Wednesday, July 22, 2009

What is Adverse Possession and When Can It Help Me?

This blog entry is the first of a series related to adverse possession. Adverse possession is a legal principle under which someone can acquire ownership of real property that belongs to someone else. It is a form of “involuntary conveyance.”

Adverse possession is defined by statute in Texas as “an actual and visible appropriation of real property, commenced and continued under a claim of right that is inconsistent with and is hostile to the claim of another person.” In other words, a person who does not hold title to real property can peaceably enter upon property owned by someone else and undertake actions (such as use of the property) that are inconsistent with and adverse to the rights of the property’s true owner. If the property’s rightful owner does not diligently attempt to stop the adverse claimant, he may find it difficult to transfer title to his property or even find that he has lost his ownership rights.

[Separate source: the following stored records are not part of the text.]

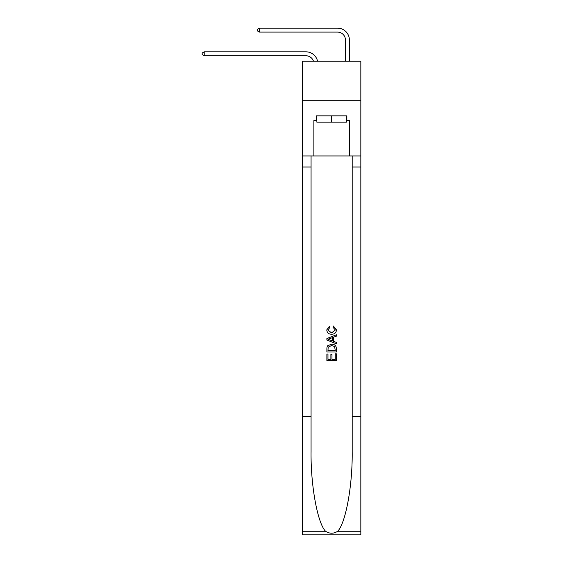 <?xml version="1.0" encoding="UTF-8"?>
<svg xmlns="http://www.w3.org/2000/svg" width="563" height="563" viewBox="0 0 563 563"><rect width="100%" height="100%" fill="white"/><g stroke="black" fill="none" stroke-linecap="round" stroke-linejoin="round"><path stroke-width="0.84" d="M360.834 100.693L360.834 61.226L302.415 61.226L302.415 100.693L360.834 100.693L360.834 155.951L349.384 155.951L349.384 120.588L346.857 120.588L346.857 115.851L316.392 115.851L316.392 120.588L316.863 120.588M305.969 55.779A7.896 7.896 -33.8 0 1 313.478 61.226A7.896 7.896 -34.1 0 0 305.969 55.779L204.221 55.779L202.166 54.597L202.166 53.013L204.221 51.831L305.969 51.831A11.844 11.844 146.2 0 1 317.553 61.226M345.443 61.226L345.443 39.994A7.896 7.896 16.4 0 0 337.547 32.098L259.48 32.098L257.425 30.916L257.425 29.332L259.48 28.15L337.547 28.15A11.844 11.844 37.5 0 1 349.384 39.994L349.384 61.226M346.386 115.851L346.386 122.164L316.863 122.164L316.863 115.851M331.628 115.851L331.628 122.164M335.266 353.803L335.266 359.384L331.987 359.384L335.266 359.384L335.266 353.803L336.357 353.803L336.357 360.721L326.885 360.721L326.885 354.043L326.885 360.721M330.889 354.409L330.889 359.384L327.976 359.384L330.889 359.384L330.889 354.409L331.987 354.409L331.987 359.384M327.701 345.689L327.019 347.068L327.701 345.689L331.572 344.204C334.598 344.19 336.195 345.654 336.357 348.588L336.357 351.981L326.885 351.981L326.885 348.736L326.885 351.981M333.324 325.991L333.014 327.328L333.324 325.991L336.477 329.855C336.224 332.768 334.584 334.232 331.551 334.246L331.551 334.246C328.644 334.183 327.047 332.733 326.765 329.883L329.517 326.23L329.805 327.567L327.856 329.946L331.544 332.909L335.386 329.981L333.014 327.328M337.73 531.247L360.834 531.247L360.834 534.85L302.415 534.85L302.415 416.444L311.065 416.444L311.065 451.646C310.642 485.292 317.469 522.879 325.52 531.247C329.587 533.844 333.655 533.844 337.73 531.247C345.781 522.879 352.607 485.292 352.192 451.646L352.192 155.951M326.885 338.532L326.885 340.038L336.357 343.803L326.885 340.038L326.885 338.532L336.357 334.774L326.885 338.532M352.192 416.444L360.834 416.444L360.834 155.951M302.415 416.444L302.415 100.693M311.065 155.951L311.065 416.444M360.834 531.247L360.834 416.444M302.415 155.951L313.865 155.951L313.865 120.588L316.392 120.588M313.865 155.951L349.384 155.951M346.386 120.588L346.857 120.588M336.357 334.774L336.357 336.188L333.444 337.272L333.444 341.305L336.357 342.381L336.357 343.803M329.728 339.932L332.353 340.904L332.353 337.673L327.976 339.285L329.728 339.932M332.353 337.673L332.353 340.904M326.885 348.736L327.019 347.068M334.598 346.456L335.266 350.643L334.598 346.456L331.551 345.541L328.173 347.16L327.976 350.643L335.266 350.643L327.976 350.643M326.885 354.043L327.976 354.043L327.976 359.384M204.221 55.779L204.221 51.831L305.969 51.831M345.443 39.994A7.896 7.896 -142.5 0 0 337.547 32.098A7.896 7.896 -142.5 0 1 345.443 39.994A7.896 7.896 -142.5 0 0 337.547 32.098A7.896 7.896 -142.5 0 1 345.443 39.994A7.896 7.896 -142.5 0 0 337.547 32.098A7.896 7.896 -142.5 0 1 345.443 39.994A7.896 7.896 -142.5 0 0 337.547 32.098A7.896 7.896 -142.5 0 1 345.443 39.994A7.896 7.896 -142.5 0 0 337.547 32.098A7.896 7.896 -142.5 0 1 345.443 39.994A7.896 7.896 -142.5 0 0 337.547 32.098A7.896 7.896 -142.5 0 1 345.443 39.994A7.896 7.896 -142.5 0 0 337.547 32.098A7.896 7.896 -142.5 0 1 345.443 39.994A7.896 7.896 -142.5 0 0 337.547 32.098A7.896 7.896 -142.5 0 1 345.443 39.994A7.896 7.896 -142.5 0 0 337.547 32.098A7.896 7.896 -142.5 0 1 345.443 39.994A7.896 7.896 -142.5 0 0 337.547 32.098A7.896 7.896 -142.5 0 1 345.443 39.994A7.896 7.896 -142.5 0 0 337.547 32.098A7.896 7.896 -142.5 0 1 345.443 39.994A7.896 7.896 -142.5 0 0 337.547 32.098A7.896 7.896 -142.5 0 1 345.443 39.994A7.896 7.896 -142.5 0 0 337.547 32.098A7.896 7.896 -142.5 0 1 345.443 39.994A7.896 7.896 -142.5 0 0 337.547 32.098A7.896 7.896 -142.5 0 1 345.443 39.994A7.896 7.896 -142.5 0 0 337.547 32.098A7.896 7.896 -142.5 0 1 345.443 39.994A7.896 7.896 -142.5 0 0 337.547 32.098A7.896 7.896 -142.5 0 1 345.443 39.994A7.896 7.896 -142.5 0 0 337.547 32.098A7.896 7.896 -142.5 0 1 345.443 39.994A7.896 7.896 -142.5 0 0 337.547 32.098A7.896 7.896 -142.5 0 1 345.443 39.994A7.896 7.896 -142.5 0 0 337.547 32.098A7.896 7.896 -142.5 0 1 345.443 39.994A7.896 7.896 -142.5 0 0 337.547 32.098A7.896 7.896 -142.5 0 1 345.443 39.994A7.896 7.896 -142.5 0 0 337.547 32.098A7.896 7.896 -142.5 0 1 345.443 39.994A7.896 7.896 -142.5 0 0 337.547 32.098A7.896 7.896 -142.5 0 1 345.443 39.994A7.896 7.896 -142.5 0 0 337.547 32.098A7.896 7.896 -142.5 0 1 345.443 39.994A7.896 7.896 -142.5 0 0 337.547 32.098A7.896 7.896 -142.5 0 1 345.443 39.994A7.896 7.896 -142.5 0 0 337.547 32.098A7.896 7.896 -142.5 0 1 345.443 39.994A7.896 7.896 -142.5 0 0 337.547 32.098A7.896 7.896 -142.5 0 1 345.443 39.994A7.896 7.896 -142.5 0 0 337.547 32.098A7.896 7.896 -142.5 0 1 345.443 39.994A7.896 7.896 -142.5 0 0 337.547 32.098A7.896 7.896 -142.5 0 1 345.443 39.994M259.48 28.15L259.48 32.098M352.192 167L360.834 167M311.065 167L302.415 167M302.415 531.247L325.52 531.247"/></g></svg>
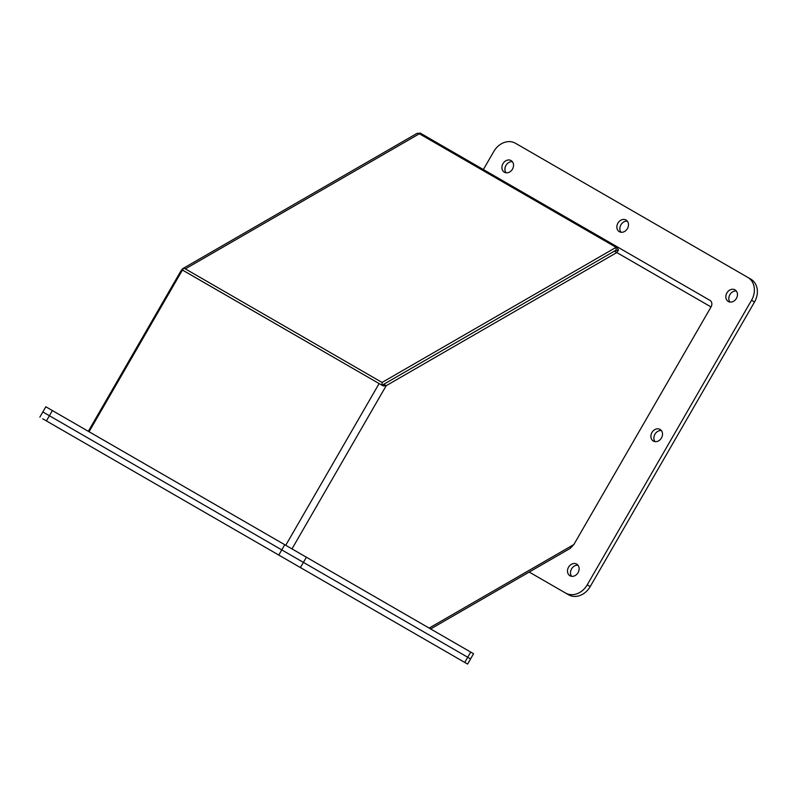 <?xml version="1.0" encoding="UTF-8"?>
<svg xmlns="http://www.w3.org/2000/svg" width="797" height="797" viewBox="0 0 797 797"><rect width="100%" height="100%" fill="white"/><g stroke="black" fill="none" stroke-linecap="round" stroke-linejoin="round"><path stroke-width="1.2" d="M42.699 418.774L300.419 567.564L303.408 562.393L470.569 658.9L45.688 413.593M300.419 567.564L467.59 664.08L473.557 653.729L306.397 557.213L45.828 406.779L39.85 417.12M181.218 272.126L180.471 271.687L88.318 431.307M382.052 385.26L616.091 250.148L616.091 247.339L419.371 133.766A5.161 2.979 -120 0 0 416.791 133.507L182.762 268.629A5.161 2.979 60 0 1 185.342 268.878L382.052 382.45L382.052 385.26L185.342 271.687M180.471 271.687L182.374 268.928L183.689 270.781M614.367 251.145L383.775 384.274L386.206 385.678L616.798 252.549L614.367 251.145L615.503 250.637L618.482 250.049L616.798 252.549L711.034 306.955L573.87 544.52L570.224 548.376L430.649 628.953M382.052 382.45L616.091 247.339M291.981 548.894L386.206 385.678L383.168 385.907L382.191 385.34L383.775 384.274M382.191 385.34L182.423 270.044L89.065 431.735M419.421 133.796L419.929 132.92L709.968 300.369A5.161 4.214 120 0 1 711.034 306.955M616.091 247.379L616.609 246.472L618.482 250.049M383.168 385.907L381.693 385.071M568.56 567.185A6.715 5.479 120 0 1 576.669 564.107A6.715 5.479 120 0 1 578.064 572.664A6.715 5.479 120 0 1 569.955 575.743A6.715 5.479 120 0 1 568.56 567.185M577.994 565.262A6.715 5.479 -60 0 0 571.549 568.909A6.715 5.479 -60 0 0 571.618 576.311M502.977 163.654A6.715 5.479 120 0 1 511.086 160.576A6.715 5.479 120 0 1 512.471 169.133A6.715 5.479 120 0 1 504.371 172.212A6.715 5.479 120 0 1 502.977 163.654M512.411 161.731A6.715 5.479 -60 0 0 505.965 165.377A6.715 5.479 -60 0 0 506.035 172.78M651.956 432.492A6.715 5.479 120 0 1 660.065 429.424A6.715 5.479 120 0 1 661.45 437.981A6.715 5.479 120 0 1 653.351 441.05A6.715 5.479 120 0 1 651.956 432.492M661.39 430.579A6.715 5.479 -60 0 0 654.945 434.226A6.715 5.479 -60 0 0 655.014 441.618M617.924 223.12A6.715 5.479 120 0 1 626.034 220.042A6.715 5.479 120 0 1 627.428 228.6A6.715 5.479 120 0 1 619.319 231.678A6.715 5.479 120 0 1 617.924 223.12M627.359 221.197A6.715 5.479 -60 0 0 620.913 224.844A6.715 5.479 -60 0 0 620.983 232.246M726.904 292.927A6.715 5.479 120 0 1 735.003 289.859A6.715 5.479 120 0 1 736.398 298.417A6.715 5.479 120 0 1 728.289 301.485A6.715 5.479 120 0 1 726.904 292.927M736.328 291.015A6.715 5.479 -60 0 0 729.893 294.661A6.715 5.479 -60 0 0 729.952 302.053M483.371 169.552L493.811 151.46A17.923 14.635 120 0 1 515.45 143.251L750.814 279.139A17.923 14.635 120 0 1 754.53 301.983L590.208 586.582A17.923 14.635 120 0 1 568.57 594.791L529.208 572.057M750.814 279.139L747.825 277.416A17.923 14.635 120 0 1 751.541 300.26L587.22 584.859A17.923 14.635 120 0 1 565.591 593.058L568.57 594.791M570.263 548.356L569.546 548.764M67.337 432.99L56.766 426.893L67.337 432.99M291.264 562.274L280.693 556.176L291.264 562.274M449.598 653.689L439.037 647.592L449.598 653.689M374.65 610.422L364.09 604.325L374.65 610.422M176.306 495.913L165.746 489.806L176.306 495.913M142.274 476.267L131.714 470.16L142.274 476.267M340.628 590.776L330.058 584.679L340.628 590.776M225.671 524.416L215.11 518.309L225.671 524.416M306.397 557.213L303.408 562.393L42.839 411.949M467.59 664.08L461.025 660.295M419.083 636.076L90.828 446.559M46.415 420.916L52.383 410.565M278.781 555.071L284.758 544.72M464.741 662.437L470.708 652.085M185.342 268.878L419.371 133.766M573.87 544.52L429.145 628.086M285.744 545.297L379.103 383.596M590.208 586.582L587.22 584.859M754.53 301.983L751.541 300.26"/></g></svg>
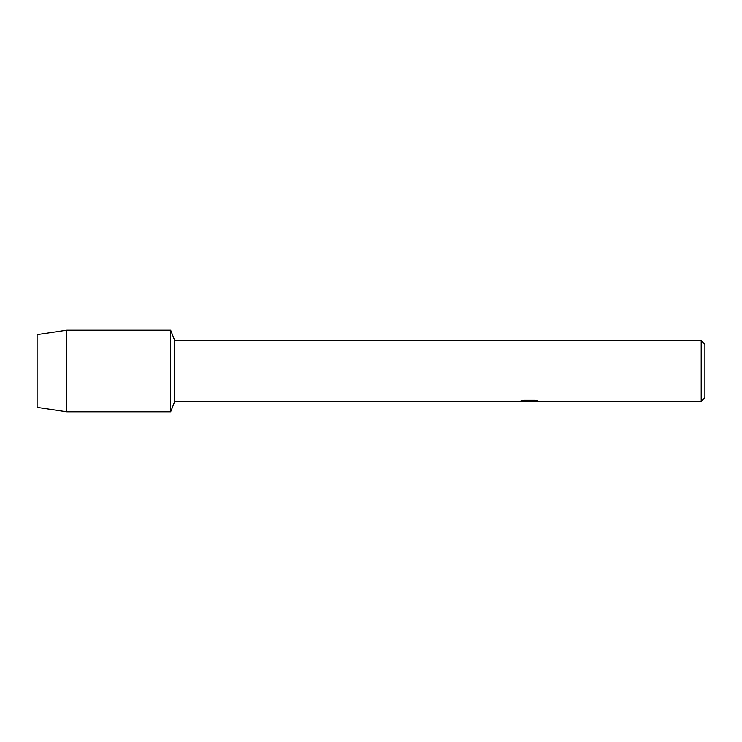 <?xml version="1.0" encoding="UTF-8"?>
<svg xmlns="http://www.w3.org/2000/svg" width="742" height="742" viewBox="0 0 742 742"><rect width="100%" height="100%" fill="white"/><g stroke="black" fill="none" stroke-linecap="round" stroke-linejoin="round"><path stroke-width="1.11" d="M521.218 400.875L529.686 400.958L519.279 401.422L174.732 401.422L170.66 411.81L66.78 411.81L37.1 407.358L37.1 334.642L66.78 330.19L170.66 330.19L174.732 340.578L701.19 340.578L704.9 344.288L704.9 397.712L701.19 401.422L531.495 401.422L537.338 400.93M174.732 401.422L174.732 340.578M170.66 411.81L170.66 330.19L170.66 411.81M529.204 401.348L526.245 401.348M528.592 401.422L527.293 401.422M701.19 401.422L701.19 340.578M529.686 400.958L520.93 400.958L523.787 400.318L534.583 400.318L537.718 401.032L531.383 401.403M520.494 401.348L529.018 401.218M66.78 411.81L66.78 330.19M37.1 407.358L37.1 334.642M528.638 401.348L531.383 401.348"/></g></svg>
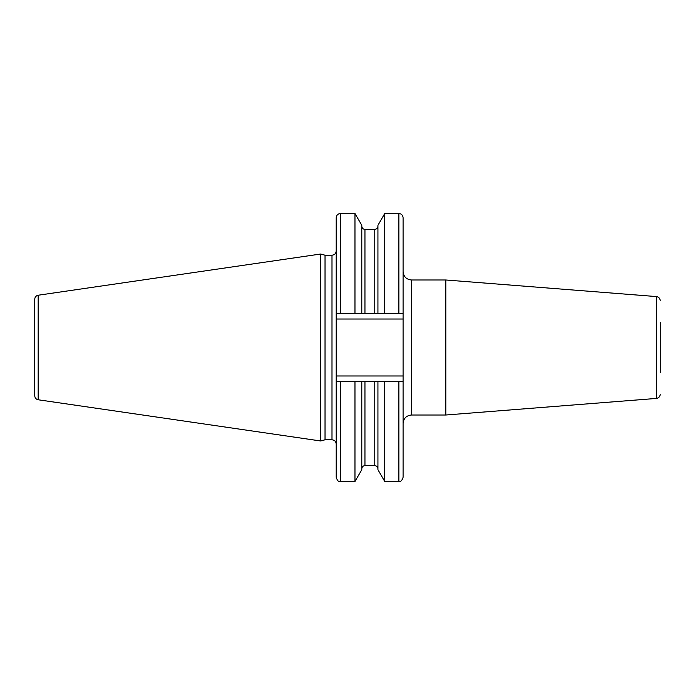 <?xml version="1.0" encoding="UTF-8"?>
<svg xmlns="http://www.w3.org/2000/svg" width="695" height="695" viewBox="0 0 695 695"><rect width="100%" height="100%" fill="white"/><g stroke="black" fill="none" stroke-linecap="round" stroke-linejoin="round"><path stroke-width="1.04" d="M34.75 347.5L34.75 299.189C34.915 297.026 36.062 295.705 38.182 295.227L320.647 254.031L320.647 440.969L38.182 399.773C36.062 399.295 34.915 397.974 34.75 395.811L34.75 347.5M320.647 440.969L325.034 439.796L325.034 255.204L320.647 254.031M403.091 319.022L403.091 381.677L354.971 381.677L354.971 481.513L340.437 481.513L340.437 381.677L354.971 381.677L336.215 381.677L336.215 313.323L403.091 313.323L403.091 319.022L336.215 319.022M336.215 381.677L336.215 477.291C338.204 483.042 339.169 480.705 340.437 481.513M336.215 313.323L336.215 217.709C336.467 215.146 337.874 213.739 340.437 213.487L354.971 213.487L354.971 313.323M403.091 313.323L403.091 217.709C402.839 215.146 401.432 213.739 398.869 213.487L398.869 313.323M403.091 381.677L403.091 477.291L403.091 381.677M377.932 381.677L377.932 469.698L384.752 481.513L384.752 381.677L398.869 381.677L398.869 481.513C400.728 481.87 402.127 480.462 403.091 477.291M377.932 313.323L377.932 225.302L384.752 213.487L384.752 313.323M361.791 381.677L361.791 469.698L354.971 481.513M361.791 313.323L361.791 225.302L354.971 213.487M411.527 415.011L411.527 279.989L445.808 279.989L445.808 415.011L411.527 415.011C406.401 415.506 403.587 418.32 403.091 423.446M660.25 372.815L660.25 322.185M38.182 399.773L38.182 295.227M325.034 255.204L331.993 255.204L331.993 439.796C334.556 440.048 335.963 441.455 336.215 444.018M403.091 375.978L336.215 375.978M340.437 313.323L340.437 213.487M364.953 381.677L364.953 465.641C363.033 465.824 361.982 466.884 361.791 468.804M374.77 381.677L374.77 465.641C376.69 465.824 377.741 466.884 377.932 468.804M364.953 313.323L364.953 229.359C363.033 229.176 361.982 228.116 361.791 226.196M374.77 313.323L374.77 229.359C376.69 229.176 377.741 228.116 377.932 226.196M660.25 394.23C660.042 396.637 658.747 398.044 656.358 398.435L656.358 296.565L445.808 279.989M325.034 439.796L331.993 439.796M331.993 255.204C334.556 254.952 335.963 253.545 336.215 250.982M384.752 213.487L398.869 213.487M384.752 481.513L398.869 481.513M364.953 465.641L374.77 465.641M364.953 229.359L374.77 229.359M411.527 279.989C406.401 279.494 403.587 276.68 403.091 271.554M656.358 296.565C658.747 296.956 660.042 298.363 660.25 300.77M656.358 398.435L445.808 415.011"/></g></svg>

Adverse possession can be useful in a variety of situations which are more common than one might expect. For example, if land is occupied or operated by descendants even though title to the property was not transferred through probate from a deceased relative and probate is no longer an option, it may be possible to “clear title” through adverse possession. Adverse possession may be one way to obtain clear title in boundary disputes, such as when a surveyor has discovered that a fence or other structure has not been properly placed along the dividing line between two neighboring properties.

There are several statutes in the State of Texas which describe what factors must exist (and for how long) before a claimant can obtain title through adverse possession. As a result, adverse possession is a complex legal issue, and we strongly suggest that you seek the advice of an attorney (preferably someone versed in the litigation process, as well as real estate law) if you are confronted with either the need to assert or defend against a claim of adverse possession.

Friday, July 10, 2009

Austin Lawyer Tip: Five Problems with Form LLC Formation

Many have asked the question, "why go to a lawyer when there is" Well, for some sophisticated business persons with experience in corporate formation, it may be OK. But I have to say, having litigated a lot of disputes between co-owners of a business, is NOT a substitute for a lawyer (LegalZoom even admits this openly), and it is very often a pennywise and a pound foolish, emphasis on the foolish.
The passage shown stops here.